I’ve just wrapped up hosting the 2nd Archives Unleashed conference at the Library of Congress. This is the second event I’ve held, working with Jimmy Lin and Ian Milligan at University of Waterloo, with support from the National Science Foundation and the Social Science and Humanities Research Council.
Details on the event can be found here. We were able to bring 50 junior faculty and graduate students together for the 3-day datathon. Students were provided with training and tutorials, and then were given 2 days to work in interdisciplinary teams to build new research projects.
In addition to the datathon, the event was followed by a 1-day public symposium on “Saving the Web.” The symposium featured a keynote by Vint Cerf, and focused on the need for wide-scale policy regarding digital content preservation.
As part of my current research on organizational change, my research team has been working to setup a new repository for social scientists to access Internet Archive data. I’m happy to announce that we’re now live with a Beta version of our data repository, ArchiveHub. ArchiveHub (archivehub.rutgers.edu) is a community data sharing site built on the Hub Zero platform.

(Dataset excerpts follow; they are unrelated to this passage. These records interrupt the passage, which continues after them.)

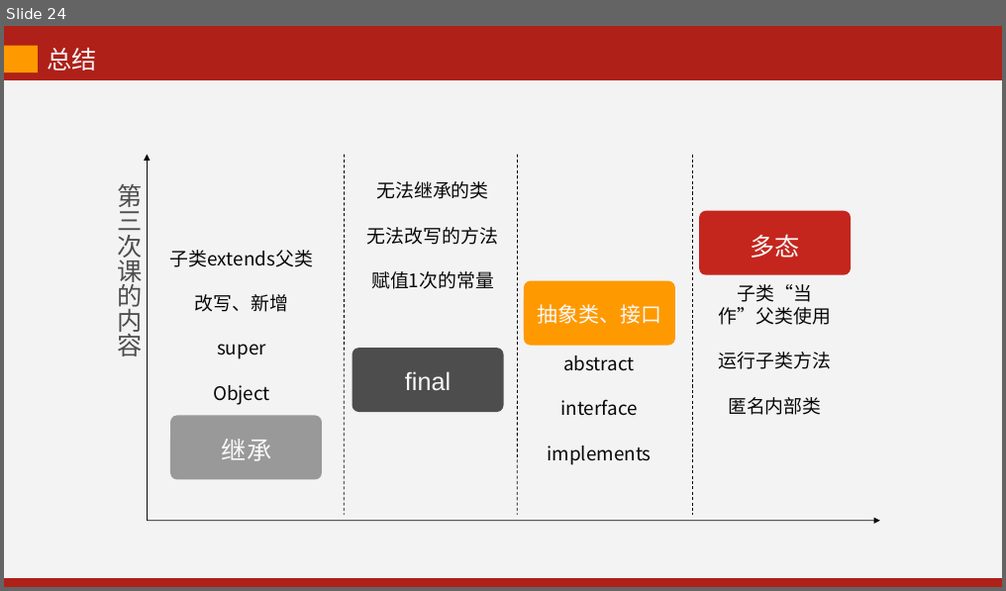
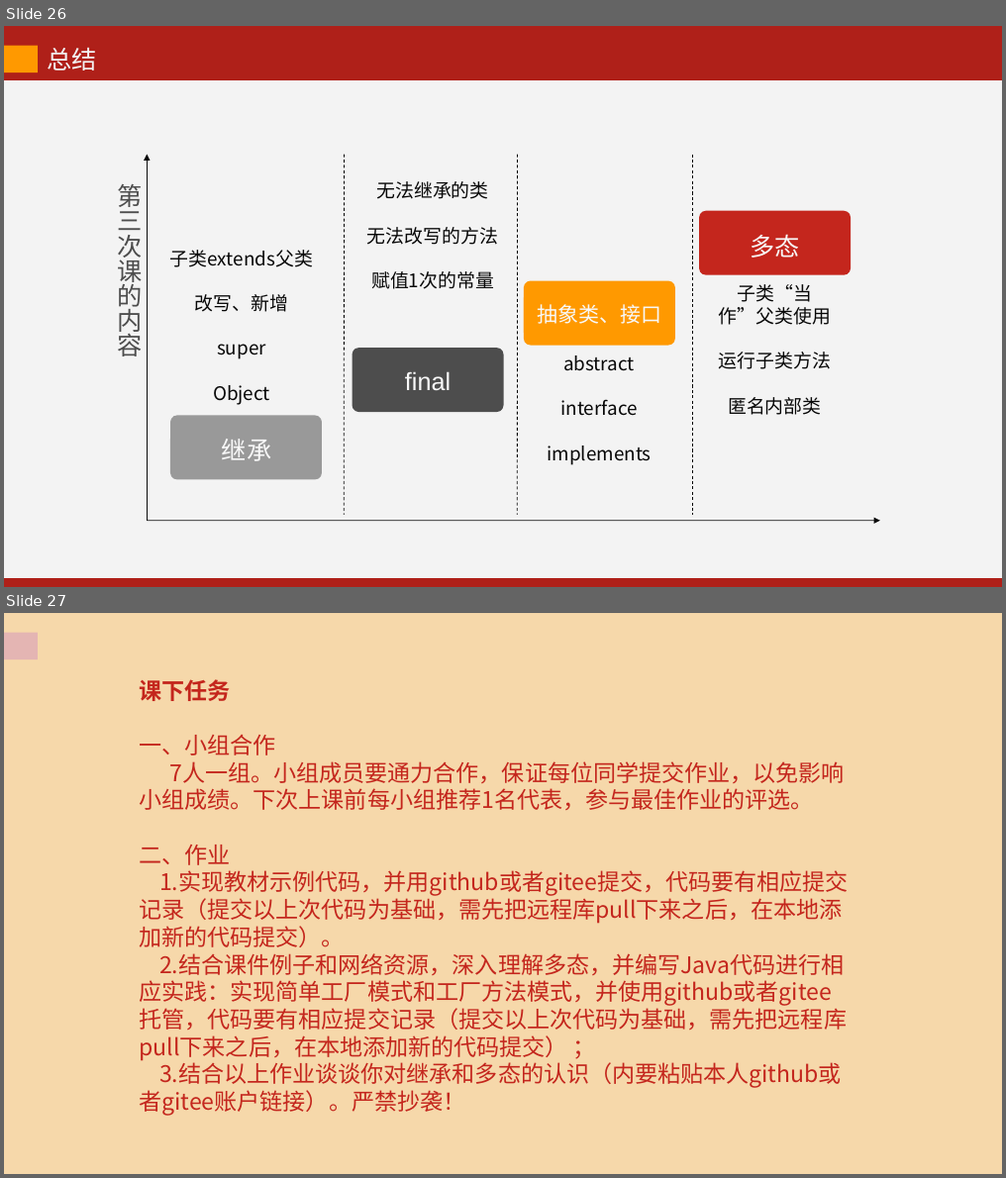
Before and after one commit to kevinjoyce/JavaCourseWare, a slide deck: PPT/每次课PPT/03 面向对象（下）-1.pptx. Shown one above the other, each under a label of ours: slide 24 before the commit, slides 26 and 27 after it. The pictures are 1006x591 and 1006x1178 pixels, drawn with LibreOffice and Linux fonts; fonts in the diff are those of the drawing; background and template pictures are left out. Boxes give left, top, right and bottom in pixels: in the first picture for what was removed or moved away, otherwise in the second. Text is boxed around its words. In the diff, an @@ line names an element or a change of style, - is before the commit and + after.

Commit message:
增加了多态的应用：简单工厂模式和工厂方法模式

```diff
--- a/PPT/每次课PPT/03 面向对象（下）-1.pptx
+++ b/PPT/每次课PPT/03 面向对象（下）-1.pptx
@@ slide 27 added at (4,613,1002,1174), background picture (left out) @@
@@ rectangle added at (4,633,38,660), fill #C4261D @@
@@ rectangle added at (4,613,1002,1174), fill #F3F3F3 at 70% opacity @@
@@ text added at (140,679,848,1116), 22 pt, text #C4261D @@
+课下任务
+一、小组合作
+7人一组。小组成员要通力合作，保证每位同学提交作业，以免影响小组成绩。下次上课前每小组推荐1名代表，参与最佳作业的评选。
+二、作业
+1.实现教材示例代码，并用github或者gitee提交，代码要有相应提交记录（提交以上次代码为基础，需先把远程库pull下来之后，在本地添加新的代码提交）。
+2.结合课件例子和网络资源，深入理解多态，并编写Java代码进行相应实践：实现简单工厂模式和工厂方法模式，并使用github或者gitee托管，代码要有相应提交记录（提交以上次代码为基础，需先把远程库pull下来之后，在本地添加新的代码提交） ；
+3.结合以上作业谈谈你对继承和多态的认识（内要粘贴本人github或者gitee账户链接）。严禁抄袭！
@@ what was slide 24 is now slide 26 @@
```
Also in this commit, not shown: 1 slide changed, 2 other slides added, 1 other file.

In the short run, the site is a work in progress. Under the resources tab, you’ll find data on congressional websites and Occupy Wall Street. The datasets are currently structured for social network analysis, and contain a standard link structure: source, destination, date, frequency, and any associated text that describes the link. Each data set contains a read me file that provides additional information. In the coming months, we’ll be releasing more and more datasets; there is a file under the FAQ section that describes the general datasets that are available, and provides additional information.
The long term vision is that this site will provide a repository for social scientists who are interested in archival Internet data to both (a) access hosted datasets and (b) post their own versions of data as researchers continue to manipulate data and modify them to fit their needs.
In the meantime, we’re always looking for suggestions as to what would be useful for others. I’m working on getting data from our Media dataset live very soon; that repository contains 20TB of data, so it’s taking a while to plow on through it.